Many feeds have some kind of 'problems'. This pagee depicts some common issue's on solutions

Splitting Stuff

Many feeds have a complete tree in the 'category' instead of splitting their categories nicely for you. For example (from a tradedoubler CSV feed)

merchantcategoryname Donna > Scarpe > Derby

You can't assign this merchantcategoryname directly to Select1..Select3. The solution is using a callback function.

By default the callback function generic_cb is used.
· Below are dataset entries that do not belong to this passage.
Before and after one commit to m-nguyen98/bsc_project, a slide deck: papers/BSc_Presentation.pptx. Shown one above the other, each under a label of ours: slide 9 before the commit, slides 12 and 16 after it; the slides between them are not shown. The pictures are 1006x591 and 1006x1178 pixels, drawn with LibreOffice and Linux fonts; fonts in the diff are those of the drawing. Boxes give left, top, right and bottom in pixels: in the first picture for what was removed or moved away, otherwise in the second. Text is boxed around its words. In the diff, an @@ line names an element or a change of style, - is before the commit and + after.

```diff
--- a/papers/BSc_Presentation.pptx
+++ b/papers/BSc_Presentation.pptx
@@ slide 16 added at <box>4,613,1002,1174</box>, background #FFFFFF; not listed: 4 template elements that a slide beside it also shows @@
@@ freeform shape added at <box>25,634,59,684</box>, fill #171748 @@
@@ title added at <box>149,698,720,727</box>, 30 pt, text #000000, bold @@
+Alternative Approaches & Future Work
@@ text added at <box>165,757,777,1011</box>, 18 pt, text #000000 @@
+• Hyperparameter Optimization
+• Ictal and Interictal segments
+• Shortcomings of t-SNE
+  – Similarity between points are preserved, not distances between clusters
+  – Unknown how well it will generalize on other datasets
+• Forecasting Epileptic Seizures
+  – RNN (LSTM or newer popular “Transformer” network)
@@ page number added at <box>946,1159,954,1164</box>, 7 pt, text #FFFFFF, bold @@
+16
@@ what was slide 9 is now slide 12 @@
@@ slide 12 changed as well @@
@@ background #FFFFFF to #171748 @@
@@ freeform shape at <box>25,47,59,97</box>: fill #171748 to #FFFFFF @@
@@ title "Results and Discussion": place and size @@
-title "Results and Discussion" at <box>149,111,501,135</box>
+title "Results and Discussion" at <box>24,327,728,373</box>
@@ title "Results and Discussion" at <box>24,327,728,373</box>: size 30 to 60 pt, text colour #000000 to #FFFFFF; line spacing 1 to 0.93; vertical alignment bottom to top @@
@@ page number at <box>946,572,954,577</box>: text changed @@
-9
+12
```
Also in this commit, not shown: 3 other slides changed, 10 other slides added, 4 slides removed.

Instead of this function add and use a function splitting the category.

 

function generic_gt_cb(&$item) {
                generic_cb($item);
                list($item['menu_1'],$item['menu_2'],$item['menu_3'])=
explode(">",$item['menu_1'],3);
}

add the function above to the feeds.php ( in administrator/components/com_datafeeds/cron )
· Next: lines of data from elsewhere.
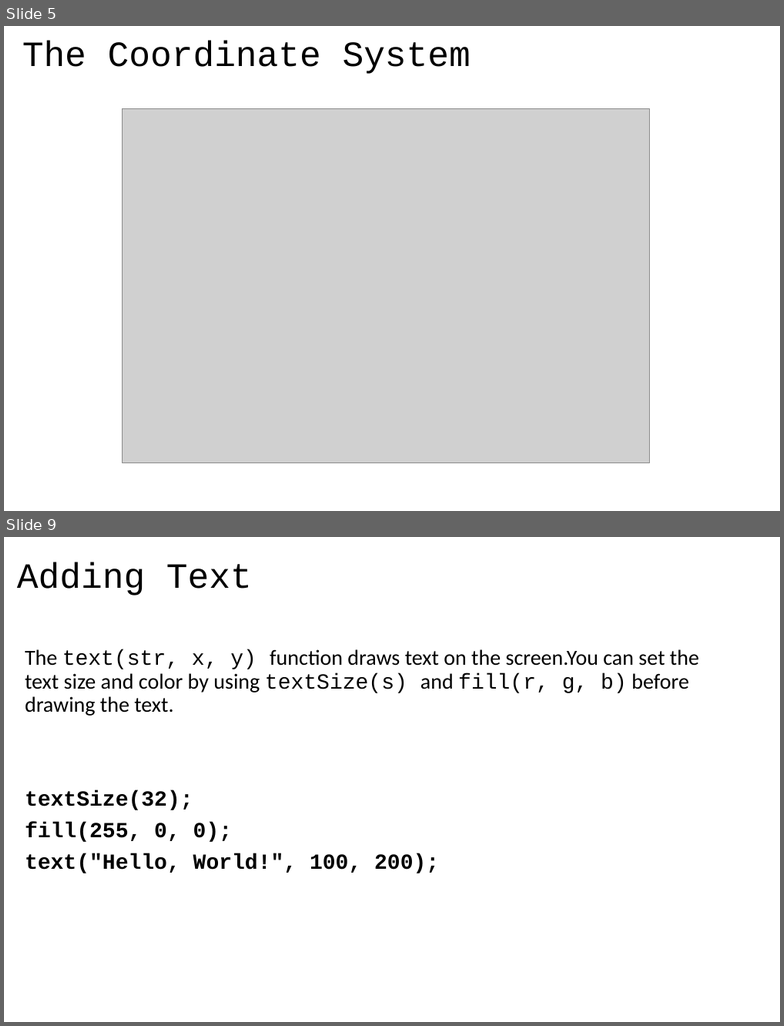
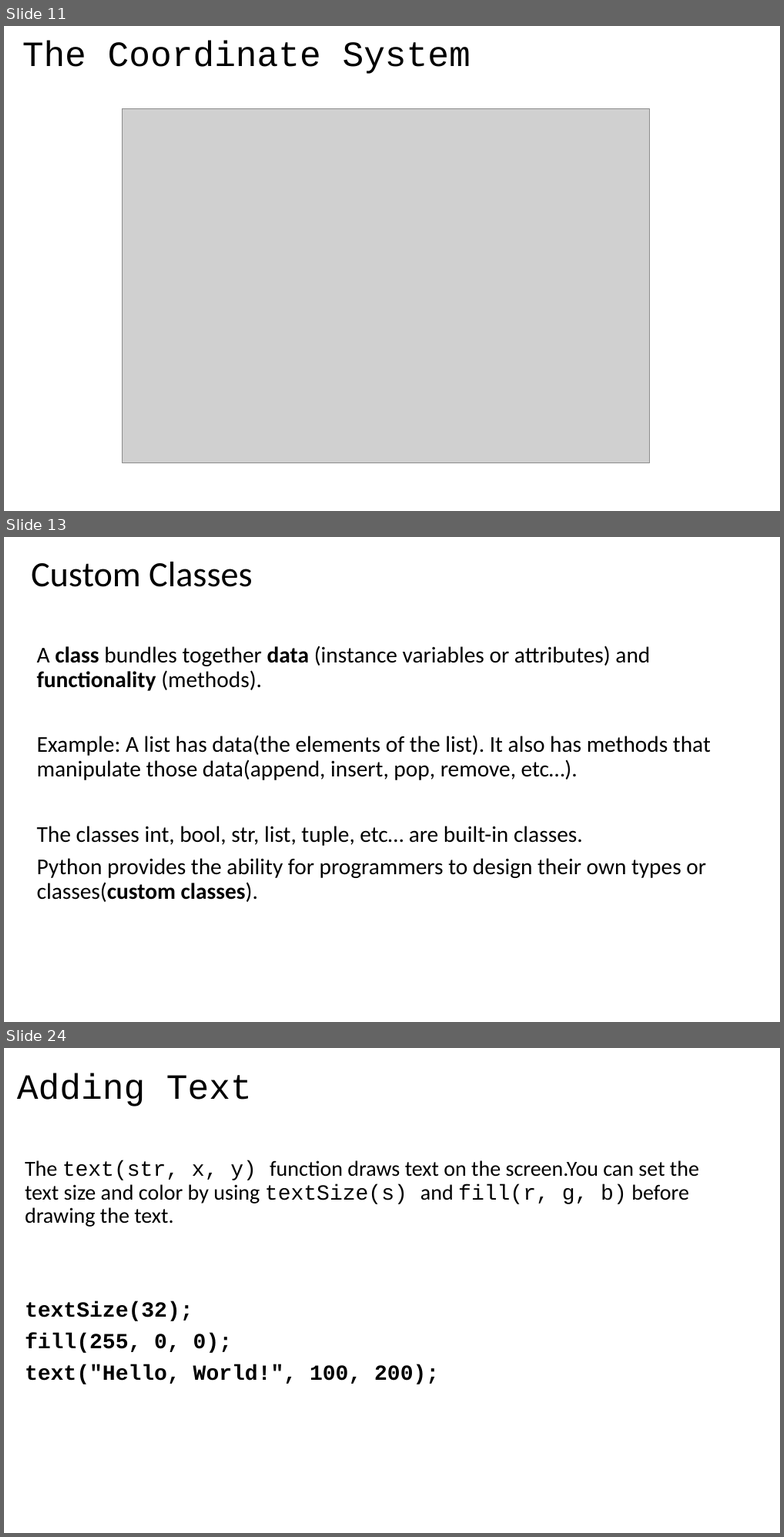
Before and after one commit to LongBaoNguyen/longbaonguyen.github.io, a slide deck: courses/apcsp/processing_arcade/processing1.pptx. Shown one above the other, each under a label of ours: slides 5 and 9 before the commit, slides 11, 13 and 24 after it; the slides between them are not shown. The pictures are 784x1026 and 784x1537 pixels, drawn with LibreOffice and Linux fonts; fonts in the diff are those of the drawing; grey boxes stand for pictures. Boxes give left, top, right and bottom in pixels: in the first picture for what was removed or moved away, otherwise in the second. Text is boxed around its words. In the diff, an @@ line names an element or a change of style, - is before the commit and + after.

```diff
--- a/courses/apcsp/processing_arcade/processing1.pptx
+++ b/courses/apcsp/processing_arcade/processing1.pptx
@@ slide 13 added at (4,537,780,1022), background #FFFFFF @@
@@ title added at (31,562,252,587), 33 pt, text #000000 @@
+Custom Classes
@@ text added at (37,646,711,902), 21 pt, text #000000 @@
+A class bundles together data (instance variables or attributes) and functionality (methods).
+Example: A list has data(the elements of the list). It also has methods that manipulate those data(append, insert, pop, remove, etc…).
+The classes int, bool, str, list, tuple, etc… are built-in classes.
+Python provides the ability for programmers to design their own types or classes(custom classes).
@@ what was slide 5 is now slide 11 @@
@@ what was slide 9 is now slide 24 @@
```
Also in this commit, not shown: 5 slides changed, 12 other slides added, 20 other files.

(the function is already present in newer versions of the components - feeds-example.php)

 

Then in the feed configuration change generic_cb to generic_gt_cb in the Callback field and assign the merchantcategoryname to Select1

Renaming and reorganizing.

Feeds from different merchant often name things different 'T-shirt' versus 'T-shirts', or use a different tree to categorize items

small-animals -> cats

domestic animals -> cats

I script and documentation to solve size ( partiality ) is under construction

Finding categories

Most feeds contain some kind of categories or taxanomy you can put in to fields Select1 to Select9. Some feeds lack any kind of categorization. Sometimes however some information can be derived from the product deeplink or the image url.

Example

In case of the feed of the worldticketshop the deeplink contains some information about the type of ticket:

http%3A%2F%2Fwww.worldticketshop.nl%2Fconcerten%2Fchris_de_burgh_kaarten

using a callback will put the information in the Select1 ( = field menu_1 in the callback function)
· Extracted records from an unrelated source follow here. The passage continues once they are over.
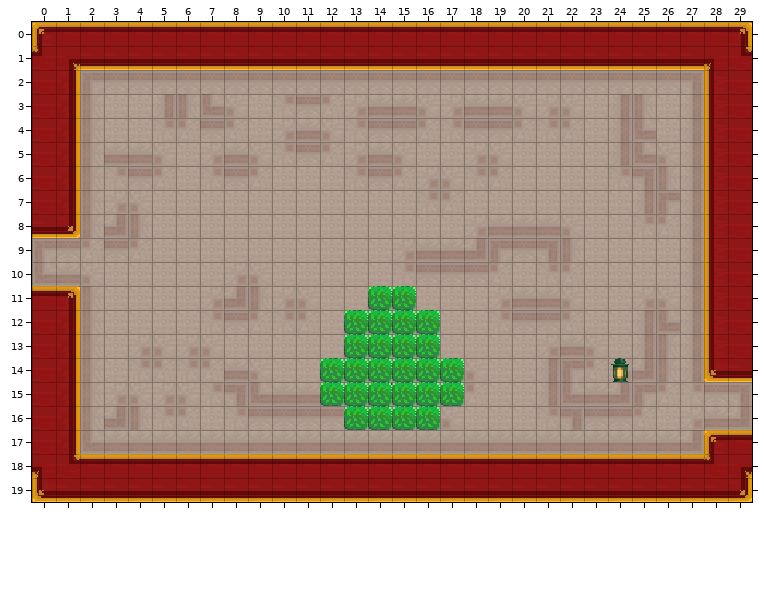
Two states of a Tiled map, Assets/maps/HubRooms/5 - Higher Class Rooms/E6 room.tmx. The picture above is the old version.
Cells are 16x16 px. Shown: x 0..29, y 0..19.
And afterwards:
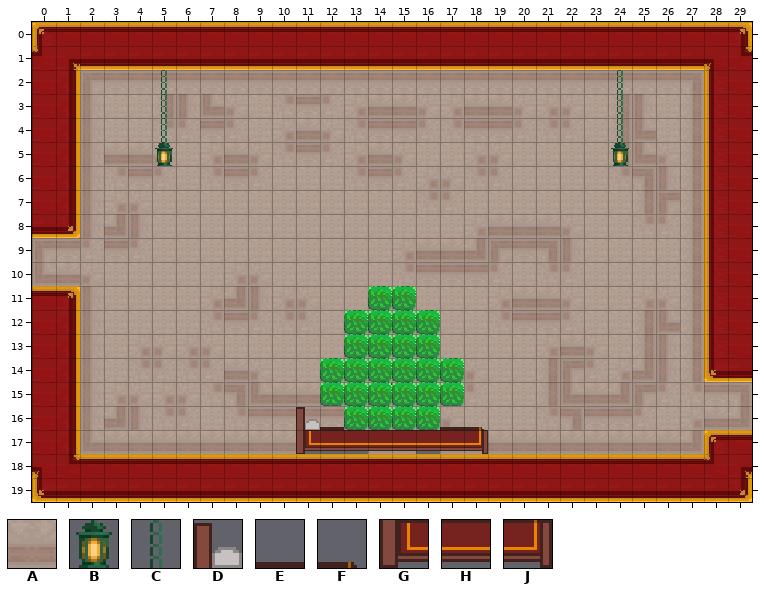
Key: from "NiceWall": A 11; from "PlaceholderSprites": B 45, C 90; from "decorative_props": D 72, E 73, F 74, G 88, H 89, J 90.
_ is an empty cell.
Tiles replaced or removed in this view: A, B.
Edits made:
Changed rows in their new state; . is an unchanged cell.
Layer "ground":
first column x 11:
16 DE....EF
17 GHHHHHHJ
Layer "annotations under annotations":
first column x 24:
14 _
Layer "annotations (for game objects)":
first column x 5:
 5 B..................B
Layer "foreground":
first column x 5:
 2 C..................C
 3 C..................C
 4 C..................C

function worldticketshop_cb(&$item) {
  generic_cb($item);
  if ( preg_match('#^http:.*www.worldticketshop.nl%2F(.*?)%2F#',$item['href'],$a) )
 {
    $item['menu_1']=$a[1];
  } else {
    $item['menu_1']='Diversen';
  }
}

 

Max execution time

more on performance

In general webservers are protected against run away scripts setting a time limit. The maximum time a php script is allowed to run is set by the max_execution_time configuration directive. When using large feeds the import might exceed the time limit and the import will stop only importing a part of the data.

How the execution  time is calculated depends and how fast it affects the import depends on the operating system.

You might try to increade the time using:

ini_set('max_execution_time',120);  #(in feeds.php)

however this will not work when safe mode is on.

On windows systems it might help to download the feeds manually and use the local file for the import.

Otherwise the feed is simply to big for your system. The parser does not support  incremental imports. Often the feed will be imported partially when the max execution time kicks in.

visits max_execution_time and set_time_limit for more information.

Some affiliate compagnie for example webgains and tradedoubler allow to merge several feeds into one, avoid this to keep the feeds small.